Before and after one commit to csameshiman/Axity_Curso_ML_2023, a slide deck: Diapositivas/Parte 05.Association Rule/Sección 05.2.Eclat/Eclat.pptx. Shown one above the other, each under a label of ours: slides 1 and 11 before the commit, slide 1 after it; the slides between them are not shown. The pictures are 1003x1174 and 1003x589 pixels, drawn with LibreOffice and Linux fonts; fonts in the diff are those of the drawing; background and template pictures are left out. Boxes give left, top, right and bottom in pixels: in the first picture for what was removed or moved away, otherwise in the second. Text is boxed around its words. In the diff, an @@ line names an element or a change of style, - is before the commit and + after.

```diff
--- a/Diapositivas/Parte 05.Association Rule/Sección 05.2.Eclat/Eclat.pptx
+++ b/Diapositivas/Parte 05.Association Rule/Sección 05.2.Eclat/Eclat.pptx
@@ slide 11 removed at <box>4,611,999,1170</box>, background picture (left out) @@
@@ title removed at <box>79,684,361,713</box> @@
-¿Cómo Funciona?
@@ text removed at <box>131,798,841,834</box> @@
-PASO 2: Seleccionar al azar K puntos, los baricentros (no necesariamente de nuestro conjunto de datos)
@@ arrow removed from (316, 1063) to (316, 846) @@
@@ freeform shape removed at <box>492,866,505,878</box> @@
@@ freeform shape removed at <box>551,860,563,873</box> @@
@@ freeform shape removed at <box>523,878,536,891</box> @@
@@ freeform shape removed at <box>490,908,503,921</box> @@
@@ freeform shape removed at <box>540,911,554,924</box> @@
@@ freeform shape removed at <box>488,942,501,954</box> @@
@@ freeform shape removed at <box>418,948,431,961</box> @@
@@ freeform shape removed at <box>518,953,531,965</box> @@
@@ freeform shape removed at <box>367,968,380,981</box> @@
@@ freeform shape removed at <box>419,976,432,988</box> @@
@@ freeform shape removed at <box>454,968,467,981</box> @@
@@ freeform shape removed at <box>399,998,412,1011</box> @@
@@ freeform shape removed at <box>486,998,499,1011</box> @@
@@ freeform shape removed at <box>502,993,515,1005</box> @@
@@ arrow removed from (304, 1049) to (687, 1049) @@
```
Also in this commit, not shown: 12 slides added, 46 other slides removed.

★ ★ ★ ★

=== YOUR OBJECTIVE ===
What lines in the material above contain the word "Diapositivas"? Copy them out.

=== TASK RESPONSE ===
Before and after one commit to csameshiman/Axity_Curso_ML_2023, a slide deck: Diapositivas/Parte 05.Association Rule/Sección 05.2.Eclat/Eclat.pptx. Shown one above the other, each under a label of ours: slides 1 and 11 before the commit, slide 1 after it; the slides between them are not shown. The pictures are 1003x1174 and 1003x589 pixels, drawn with LibreOffice and Linux fonts; fonts in the diff are those of the drawing; background and template pictures are left out. Boxes give left, top, right and bottom in pixels: in the first picture for what was removed or moved away, otherwise in the second. Text is boxed around its words. In the diff, an @@ line names an element or a change of style, - is before the commit and + after.
--- a/Diapositivas/Parte 05.Association Rule/Sección 05.2.Eclat/Eclat.pptx
+++ b/Diapositivas/Parte 05.Association Rule/Sección 05.2.Eclat/Eclat.pptx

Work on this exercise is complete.